More details emerge on Professional Finance Company ransomware incident, but questions remain
A ransomware attack on Professional Finance Company (PFC) has some of us who track breaches in the healthcare sector wondering how large this breach will be. The last time we saw a big breach involving a collection agency was in 2019. The American Medical Collection Agency filed for bankruptcy pretty quickly and the total number of people affected exceeded 20 million. Will the PFC breach be as large?
Past coverage of the AMCA incident linked from here.
PFC is an accounts receivable management / collections firm, servicing clients in the healthcare sector as well as other types of entities. On May 5, they reportedly notified more than 650 clients who are HIPAA-covered entities of a ransomware attack that they detected on February 26. A list of the 657 covered entities whom they notified can be found here.

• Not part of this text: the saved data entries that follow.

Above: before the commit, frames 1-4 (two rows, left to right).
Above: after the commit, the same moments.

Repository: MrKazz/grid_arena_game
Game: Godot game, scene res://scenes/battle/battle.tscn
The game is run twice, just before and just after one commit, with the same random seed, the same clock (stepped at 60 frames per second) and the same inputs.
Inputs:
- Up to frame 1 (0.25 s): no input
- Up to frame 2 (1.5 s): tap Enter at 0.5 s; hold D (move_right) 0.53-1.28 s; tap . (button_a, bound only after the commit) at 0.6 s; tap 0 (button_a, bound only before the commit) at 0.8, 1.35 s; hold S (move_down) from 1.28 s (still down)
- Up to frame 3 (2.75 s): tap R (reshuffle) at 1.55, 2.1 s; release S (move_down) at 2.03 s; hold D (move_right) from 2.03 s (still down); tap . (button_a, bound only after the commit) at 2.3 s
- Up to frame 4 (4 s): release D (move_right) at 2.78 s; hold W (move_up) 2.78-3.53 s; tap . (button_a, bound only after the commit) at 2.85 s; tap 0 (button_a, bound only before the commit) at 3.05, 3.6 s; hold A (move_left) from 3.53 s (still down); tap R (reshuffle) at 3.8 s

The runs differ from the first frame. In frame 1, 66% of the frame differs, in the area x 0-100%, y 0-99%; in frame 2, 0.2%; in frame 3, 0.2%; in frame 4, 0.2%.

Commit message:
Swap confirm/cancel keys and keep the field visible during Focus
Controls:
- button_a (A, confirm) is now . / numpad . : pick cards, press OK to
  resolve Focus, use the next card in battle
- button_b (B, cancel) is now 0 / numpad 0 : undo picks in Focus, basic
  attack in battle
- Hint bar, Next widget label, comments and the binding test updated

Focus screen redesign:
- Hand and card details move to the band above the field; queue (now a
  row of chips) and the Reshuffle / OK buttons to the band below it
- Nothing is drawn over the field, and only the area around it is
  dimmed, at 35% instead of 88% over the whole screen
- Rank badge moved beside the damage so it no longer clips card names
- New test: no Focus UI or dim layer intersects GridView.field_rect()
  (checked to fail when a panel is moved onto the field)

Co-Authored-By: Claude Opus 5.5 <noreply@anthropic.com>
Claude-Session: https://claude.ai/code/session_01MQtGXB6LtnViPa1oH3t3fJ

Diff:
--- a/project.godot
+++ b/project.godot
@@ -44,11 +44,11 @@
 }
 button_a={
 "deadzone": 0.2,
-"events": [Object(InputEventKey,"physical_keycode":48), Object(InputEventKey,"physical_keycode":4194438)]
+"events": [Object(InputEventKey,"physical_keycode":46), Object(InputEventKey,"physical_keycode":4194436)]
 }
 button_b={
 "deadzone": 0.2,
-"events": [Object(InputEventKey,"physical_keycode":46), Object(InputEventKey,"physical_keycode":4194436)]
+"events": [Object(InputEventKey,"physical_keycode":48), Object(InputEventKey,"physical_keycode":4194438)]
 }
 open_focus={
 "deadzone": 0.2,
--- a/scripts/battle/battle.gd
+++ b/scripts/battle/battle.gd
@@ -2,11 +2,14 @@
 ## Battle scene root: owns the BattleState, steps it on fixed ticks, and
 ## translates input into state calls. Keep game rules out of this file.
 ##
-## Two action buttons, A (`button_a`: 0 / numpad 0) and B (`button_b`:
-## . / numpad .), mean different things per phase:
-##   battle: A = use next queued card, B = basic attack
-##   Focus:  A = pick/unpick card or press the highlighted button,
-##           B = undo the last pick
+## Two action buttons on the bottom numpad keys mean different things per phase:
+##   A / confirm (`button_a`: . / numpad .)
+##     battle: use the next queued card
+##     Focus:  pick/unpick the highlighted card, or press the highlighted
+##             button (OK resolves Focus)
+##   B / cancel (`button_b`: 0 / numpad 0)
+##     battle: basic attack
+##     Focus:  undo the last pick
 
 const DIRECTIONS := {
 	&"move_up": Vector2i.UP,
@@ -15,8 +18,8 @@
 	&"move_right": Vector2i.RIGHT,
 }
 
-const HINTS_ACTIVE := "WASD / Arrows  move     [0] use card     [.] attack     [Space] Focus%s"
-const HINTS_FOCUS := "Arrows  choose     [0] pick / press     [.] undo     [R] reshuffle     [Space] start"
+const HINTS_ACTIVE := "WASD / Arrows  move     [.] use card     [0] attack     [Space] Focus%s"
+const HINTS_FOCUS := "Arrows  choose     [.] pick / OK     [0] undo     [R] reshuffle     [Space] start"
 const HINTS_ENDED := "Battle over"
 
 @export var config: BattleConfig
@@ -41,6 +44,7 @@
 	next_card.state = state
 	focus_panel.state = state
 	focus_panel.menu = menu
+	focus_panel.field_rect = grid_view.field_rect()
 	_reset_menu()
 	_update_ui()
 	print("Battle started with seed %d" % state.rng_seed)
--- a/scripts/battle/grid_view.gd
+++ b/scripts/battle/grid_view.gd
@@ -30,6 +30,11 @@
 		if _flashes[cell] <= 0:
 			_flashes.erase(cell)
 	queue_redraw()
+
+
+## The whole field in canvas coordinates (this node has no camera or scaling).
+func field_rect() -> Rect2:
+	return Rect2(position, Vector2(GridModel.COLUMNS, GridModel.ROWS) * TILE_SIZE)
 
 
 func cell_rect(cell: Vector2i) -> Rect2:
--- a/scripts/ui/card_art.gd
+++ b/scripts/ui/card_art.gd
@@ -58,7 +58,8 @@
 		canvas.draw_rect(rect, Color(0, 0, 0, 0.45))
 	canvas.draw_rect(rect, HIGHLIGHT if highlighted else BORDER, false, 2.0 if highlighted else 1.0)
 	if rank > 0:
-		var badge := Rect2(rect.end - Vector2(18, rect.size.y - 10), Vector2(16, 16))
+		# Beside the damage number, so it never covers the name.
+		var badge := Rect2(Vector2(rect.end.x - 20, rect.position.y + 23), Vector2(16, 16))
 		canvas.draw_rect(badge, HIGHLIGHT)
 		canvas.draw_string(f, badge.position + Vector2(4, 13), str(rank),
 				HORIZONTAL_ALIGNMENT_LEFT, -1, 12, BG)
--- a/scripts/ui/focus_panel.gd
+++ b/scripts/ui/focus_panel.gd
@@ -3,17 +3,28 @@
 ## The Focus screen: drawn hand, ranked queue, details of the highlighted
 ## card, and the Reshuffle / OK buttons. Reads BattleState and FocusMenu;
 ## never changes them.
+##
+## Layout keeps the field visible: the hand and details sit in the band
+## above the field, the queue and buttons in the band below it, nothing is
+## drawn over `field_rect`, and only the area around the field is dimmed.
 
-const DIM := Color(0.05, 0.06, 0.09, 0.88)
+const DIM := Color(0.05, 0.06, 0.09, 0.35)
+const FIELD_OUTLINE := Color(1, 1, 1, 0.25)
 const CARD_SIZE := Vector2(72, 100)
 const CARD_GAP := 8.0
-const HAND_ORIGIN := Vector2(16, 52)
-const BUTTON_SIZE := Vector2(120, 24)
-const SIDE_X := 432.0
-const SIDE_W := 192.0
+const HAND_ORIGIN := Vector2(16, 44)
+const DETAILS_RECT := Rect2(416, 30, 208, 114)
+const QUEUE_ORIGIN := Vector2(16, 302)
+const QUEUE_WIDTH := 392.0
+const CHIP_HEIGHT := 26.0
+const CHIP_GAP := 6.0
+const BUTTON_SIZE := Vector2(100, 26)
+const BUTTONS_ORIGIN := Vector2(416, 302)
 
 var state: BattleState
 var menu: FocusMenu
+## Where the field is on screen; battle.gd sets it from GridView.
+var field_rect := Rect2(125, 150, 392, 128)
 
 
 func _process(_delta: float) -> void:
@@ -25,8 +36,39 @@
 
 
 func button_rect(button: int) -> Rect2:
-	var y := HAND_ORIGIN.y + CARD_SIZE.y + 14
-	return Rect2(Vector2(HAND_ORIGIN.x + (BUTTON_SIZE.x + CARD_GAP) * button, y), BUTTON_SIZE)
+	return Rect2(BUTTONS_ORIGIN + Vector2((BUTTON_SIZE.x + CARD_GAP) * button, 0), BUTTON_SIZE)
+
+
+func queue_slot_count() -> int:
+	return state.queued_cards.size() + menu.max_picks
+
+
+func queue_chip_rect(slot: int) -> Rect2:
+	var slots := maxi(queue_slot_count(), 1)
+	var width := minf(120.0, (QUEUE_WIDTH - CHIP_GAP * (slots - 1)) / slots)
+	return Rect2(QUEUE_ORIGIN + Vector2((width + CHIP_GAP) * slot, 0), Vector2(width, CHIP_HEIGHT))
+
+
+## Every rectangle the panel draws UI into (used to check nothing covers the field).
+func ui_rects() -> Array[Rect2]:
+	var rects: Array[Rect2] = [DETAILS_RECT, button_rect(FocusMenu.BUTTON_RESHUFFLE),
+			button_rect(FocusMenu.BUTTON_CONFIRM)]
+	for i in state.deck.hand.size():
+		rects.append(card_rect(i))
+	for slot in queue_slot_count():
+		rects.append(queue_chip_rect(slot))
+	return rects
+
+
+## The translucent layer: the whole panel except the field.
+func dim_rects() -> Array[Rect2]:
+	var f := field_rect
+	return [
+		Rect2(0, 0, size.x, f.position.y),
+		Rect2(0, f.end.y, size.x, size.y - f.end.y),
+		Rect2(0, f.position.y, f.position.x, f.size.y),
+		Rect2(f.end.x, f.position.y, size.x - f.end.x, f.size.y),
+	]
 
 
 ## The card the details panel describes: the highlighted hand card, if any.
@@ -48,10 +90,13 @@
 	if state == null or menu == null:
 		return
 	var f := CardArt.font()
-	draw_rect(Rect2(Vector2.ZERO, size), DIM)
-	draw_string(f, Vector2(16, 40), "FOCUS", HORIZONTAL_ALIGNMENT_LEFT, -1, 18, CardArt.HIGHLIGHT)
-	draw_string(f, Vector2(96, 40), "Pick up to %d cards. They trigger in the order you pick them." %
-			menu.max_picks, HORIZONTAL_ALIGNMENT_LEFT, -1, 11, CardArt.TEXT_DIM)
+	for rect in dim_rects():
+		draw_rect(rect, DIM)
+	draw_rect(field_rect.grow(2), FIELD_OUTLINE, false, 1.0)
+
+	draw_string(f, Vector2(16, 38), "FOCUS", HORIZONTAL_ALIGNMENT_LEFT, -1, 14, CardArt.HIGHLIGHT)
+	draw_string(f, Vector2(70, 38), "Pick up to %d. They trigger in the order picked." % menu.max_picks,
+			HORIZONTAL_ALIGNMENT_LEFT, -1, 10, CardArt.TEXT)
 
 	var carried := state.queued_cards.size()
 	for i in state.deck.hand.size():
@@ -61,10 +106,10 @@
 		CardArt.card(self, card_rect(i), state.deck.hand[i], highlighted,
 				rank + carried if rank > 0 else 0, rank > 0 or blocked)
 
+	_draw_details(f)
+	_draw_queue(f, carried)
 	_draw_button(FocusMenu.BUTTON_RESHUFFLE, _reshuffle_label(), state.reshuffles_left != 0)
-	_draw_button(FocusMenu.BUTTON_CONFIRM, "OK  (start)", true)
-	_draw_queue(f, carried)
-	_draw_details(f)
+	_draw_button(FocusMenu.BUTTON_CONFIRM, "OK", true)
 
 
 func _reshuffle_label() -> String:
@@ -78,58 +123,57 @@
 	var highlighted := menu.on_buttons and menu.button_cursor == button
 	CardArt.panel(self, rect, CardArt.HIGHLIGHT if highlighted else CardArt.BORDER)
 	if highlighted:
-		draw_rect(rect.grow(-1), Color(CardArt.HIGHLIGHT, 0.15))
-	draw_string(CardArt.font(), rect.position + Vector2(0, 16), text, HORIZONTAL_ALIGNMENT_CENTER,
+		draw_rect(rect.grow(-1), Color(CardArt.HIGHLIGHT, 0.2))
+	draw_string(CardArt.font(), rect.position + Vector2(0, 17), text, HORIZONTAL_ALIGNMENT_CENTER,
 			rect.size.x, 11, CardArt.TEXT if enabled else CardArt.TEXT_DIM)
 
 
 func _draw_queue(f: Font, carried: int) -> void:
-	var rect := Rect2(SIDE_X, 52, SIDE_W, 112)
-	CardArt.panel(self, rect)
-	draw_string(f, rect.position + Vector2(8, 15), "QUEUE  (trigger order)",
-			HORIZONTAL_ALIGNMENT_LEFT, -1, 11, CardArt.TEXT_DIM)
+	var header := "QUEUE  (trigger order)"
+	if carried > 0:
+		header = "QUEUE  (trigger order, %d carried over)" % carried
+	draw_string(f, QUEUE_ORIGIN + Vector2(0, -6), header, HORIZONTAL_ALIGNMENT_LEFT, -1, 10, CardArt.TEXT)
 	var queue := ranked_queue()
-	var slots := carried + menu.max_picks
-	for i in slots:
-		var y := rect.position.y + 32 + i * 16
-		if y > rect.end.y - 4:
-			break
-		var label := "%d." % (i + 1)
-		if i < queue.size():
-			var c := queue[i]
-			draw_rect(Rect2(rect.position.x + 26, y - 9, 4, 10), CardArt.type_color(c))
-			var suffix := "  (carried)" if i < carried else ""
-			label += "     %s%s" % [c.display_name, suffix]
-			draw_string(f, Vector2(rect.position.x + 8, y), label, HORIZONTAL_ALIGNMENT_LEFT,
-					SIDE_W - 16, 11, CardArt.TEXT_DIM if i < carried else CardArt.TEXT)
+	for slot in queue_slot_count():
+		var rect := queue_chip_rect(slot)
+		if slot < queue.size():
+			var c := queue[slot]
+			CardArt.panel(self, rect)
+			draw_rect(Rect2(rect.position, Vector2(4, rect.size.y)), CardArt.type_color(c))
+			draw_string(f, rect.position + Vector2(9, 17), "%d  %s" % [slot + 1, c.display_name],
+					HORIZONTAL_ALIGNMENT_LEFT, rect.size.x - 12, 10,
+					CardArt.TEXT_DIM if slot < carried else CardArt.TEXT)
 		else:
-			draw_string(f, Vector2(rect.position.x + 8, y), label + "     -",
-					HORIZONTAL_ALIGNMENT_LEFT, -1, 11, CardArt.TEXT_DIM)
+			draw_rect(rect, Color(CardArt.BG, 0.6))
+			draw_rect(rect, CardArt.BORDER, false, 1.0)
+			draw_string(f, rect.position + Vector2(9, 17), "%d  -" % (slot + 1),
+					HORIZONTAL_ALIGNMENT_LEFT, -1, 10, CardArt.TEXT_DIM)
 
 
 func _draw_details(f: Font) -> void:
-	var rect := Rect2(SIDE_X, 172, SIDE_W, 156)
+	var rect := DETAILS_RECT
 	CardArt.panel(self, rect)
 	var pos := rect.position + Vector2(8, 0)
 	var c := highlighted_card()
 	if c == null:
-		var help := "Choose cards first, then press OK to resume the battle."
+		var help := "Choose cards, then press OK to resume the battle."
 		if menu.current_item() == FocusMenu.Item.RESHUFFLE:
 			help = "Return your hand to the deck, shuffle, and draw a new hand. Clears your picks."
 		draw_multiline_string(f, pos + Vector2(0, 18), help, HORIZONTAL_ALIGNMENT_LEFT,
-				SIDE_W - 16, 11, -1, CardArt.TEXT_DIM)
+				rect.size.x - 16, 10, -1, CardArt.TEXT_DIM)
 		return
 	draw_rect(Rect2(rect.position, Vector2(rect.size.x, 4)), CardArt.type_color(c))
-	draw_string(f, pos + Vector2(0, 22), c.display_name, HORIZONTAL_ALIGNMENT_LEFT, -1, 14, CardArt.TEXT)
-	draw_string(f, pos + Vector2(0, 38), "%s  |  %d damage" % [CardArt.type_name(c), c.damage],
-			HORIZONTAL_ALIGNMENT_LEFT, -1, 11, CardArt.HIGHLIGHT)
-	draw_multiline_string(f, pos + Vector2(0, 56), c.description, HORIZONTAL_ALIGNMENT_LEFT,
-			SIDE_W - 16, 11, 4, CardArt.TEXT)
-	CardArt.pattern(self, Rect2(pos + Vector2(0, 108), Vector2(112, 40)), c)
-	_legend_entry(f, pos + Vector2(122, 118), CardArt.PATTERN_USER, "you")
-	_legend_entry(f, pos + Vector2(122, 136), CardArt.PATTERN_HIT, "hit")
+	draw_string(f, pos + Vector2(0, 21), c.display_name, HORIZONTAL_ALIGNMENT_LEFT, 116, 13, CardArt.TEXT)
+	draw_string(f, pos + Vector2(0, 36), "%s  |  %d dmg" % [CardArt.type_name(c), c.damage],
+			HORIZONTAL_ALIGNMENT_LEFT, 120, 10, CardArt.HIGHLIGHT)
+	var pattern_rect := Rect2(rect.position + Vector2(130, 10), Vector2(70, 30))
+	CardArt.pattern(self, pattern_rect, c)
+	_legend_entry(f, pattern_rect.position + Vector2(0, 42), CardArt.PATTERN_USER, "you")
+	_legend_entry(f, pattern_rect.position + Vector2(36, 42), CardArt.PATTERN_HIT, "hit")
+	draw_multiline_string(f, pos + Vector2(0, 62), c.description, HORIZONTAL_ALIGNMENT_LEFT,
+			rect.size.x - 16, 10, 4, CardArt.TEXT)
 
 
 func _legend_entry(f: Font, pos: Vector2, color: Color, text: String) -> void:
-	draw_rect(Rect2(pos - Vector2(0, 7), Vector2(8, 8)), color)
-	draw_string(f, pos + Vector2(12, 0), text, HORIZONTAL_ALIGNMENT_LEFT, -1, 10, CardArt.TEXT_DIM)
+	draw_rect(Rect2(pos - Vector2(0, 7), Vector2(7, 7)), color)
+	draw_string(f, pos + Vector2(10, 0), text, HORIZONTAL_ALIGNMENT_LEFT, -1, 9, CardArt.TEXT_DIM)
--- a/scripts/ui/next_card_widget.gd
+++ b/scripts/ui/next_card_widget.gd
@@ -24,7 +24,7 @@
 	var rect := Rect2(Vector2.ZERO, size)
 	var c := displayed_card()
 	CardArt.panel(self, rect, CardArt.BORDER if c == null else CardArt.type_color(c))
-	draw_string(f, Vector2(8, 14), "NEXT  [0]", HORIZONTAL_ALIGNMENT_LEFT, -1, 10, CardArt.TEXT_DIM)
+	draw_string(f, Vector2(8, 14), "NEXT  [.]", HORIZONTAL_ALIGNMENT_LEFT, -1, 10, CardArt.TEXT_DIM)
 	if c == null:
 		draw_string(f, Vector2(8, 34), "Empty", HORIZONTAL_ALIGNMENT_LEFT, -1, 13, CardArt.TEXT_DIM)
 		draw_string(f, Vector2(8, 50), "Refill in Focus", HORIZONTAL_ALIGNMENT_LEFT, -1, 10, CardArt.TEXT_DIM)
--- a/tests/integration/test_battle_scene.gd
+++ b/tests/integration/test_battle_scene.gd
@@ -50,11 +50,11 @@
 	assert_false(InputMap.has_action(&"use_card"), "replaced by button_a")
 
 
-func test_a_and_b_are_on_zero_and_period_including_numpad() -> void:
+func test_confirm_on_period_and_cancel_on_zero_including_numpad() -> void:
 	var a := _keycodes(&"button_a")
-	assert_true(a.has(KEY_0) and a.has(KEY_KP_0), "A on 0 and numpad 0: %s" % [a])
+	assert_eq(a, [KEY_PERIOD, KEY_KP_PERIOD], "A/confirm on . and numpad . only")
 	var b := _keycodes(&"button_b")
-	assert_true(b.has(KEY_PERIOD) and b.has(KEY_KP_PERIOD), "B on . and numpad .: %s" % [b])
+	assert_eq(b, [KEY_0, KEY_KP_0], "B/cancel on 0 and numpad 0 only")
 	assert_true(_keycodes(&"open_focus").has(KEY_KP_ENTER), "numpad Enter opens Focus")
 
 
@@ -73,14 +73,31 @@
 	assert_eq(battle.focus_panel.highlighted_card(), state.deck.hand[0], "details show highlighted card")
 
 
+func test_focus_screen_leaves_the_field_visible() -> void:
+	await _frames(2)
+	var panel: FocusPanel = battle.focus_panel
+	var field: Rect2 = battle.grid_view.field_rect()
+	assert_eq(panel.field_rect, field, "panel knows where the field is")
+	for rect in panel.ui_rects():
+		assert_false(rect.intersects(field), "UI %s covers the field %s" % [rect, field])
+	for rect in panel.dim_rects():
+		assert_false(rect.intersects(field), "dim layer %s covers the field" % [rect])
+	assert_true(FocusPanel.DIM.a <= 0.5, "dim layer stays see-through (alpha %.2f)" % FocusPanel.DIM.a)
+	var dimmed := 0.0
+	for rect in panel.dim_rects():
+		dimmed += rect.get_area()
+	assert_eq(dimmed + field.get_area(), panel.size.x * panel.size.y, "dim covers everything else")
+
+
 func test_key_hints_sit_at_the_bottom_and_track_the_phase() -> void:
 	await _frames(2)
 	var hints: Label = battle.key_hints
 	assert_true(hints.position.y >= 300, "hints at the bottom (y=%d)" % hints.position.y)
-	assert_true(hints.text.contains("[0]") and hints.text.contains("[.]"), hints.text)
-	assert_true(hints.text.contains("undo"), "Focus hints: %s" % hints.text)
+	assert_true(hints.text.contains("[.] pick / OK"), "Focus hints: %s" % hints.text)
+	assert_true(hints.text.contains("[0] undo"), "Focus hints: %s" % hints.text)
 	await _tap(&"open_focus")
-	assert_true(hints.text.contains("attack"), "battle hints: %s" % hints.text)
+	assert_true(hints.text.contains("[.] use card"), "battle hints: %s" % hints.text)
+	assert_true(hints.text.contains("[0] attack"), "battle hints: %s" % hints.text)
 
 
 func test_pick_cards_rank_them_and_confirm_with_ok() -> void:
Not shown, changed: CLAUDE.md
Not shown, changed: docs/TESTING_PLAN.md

It was not clear from their notification of July 1 whether PFC would be notifying affected patients or if the covered entities would be sending notifications. It might be some of each. So far, DataBreaches has spotted only a few reports from PFC clients. Summit Healthcare Association notified HHS on May 11 that 1,403 of their patients were impacted, while Bayhealth Medical Center in Delaware notified HHS on June 30 that 17,481 patients were impacted.
Today, Vitali Kremez, CEO of AdvIntel, told DataBreaches that on February 23, AdvIntel’s Andariel platform detected an attack on PFC based on Cobalt Strike collections and alerted PFC’s infosec employees. Kremez described the attackers as being connected to Conti. In a statement to Bleeping Computer, Kremez identified the attackers more specifically as being linked to a Conti/Quantum subgroup. AdvIntel also detected data being exfiltrated via command-line tools.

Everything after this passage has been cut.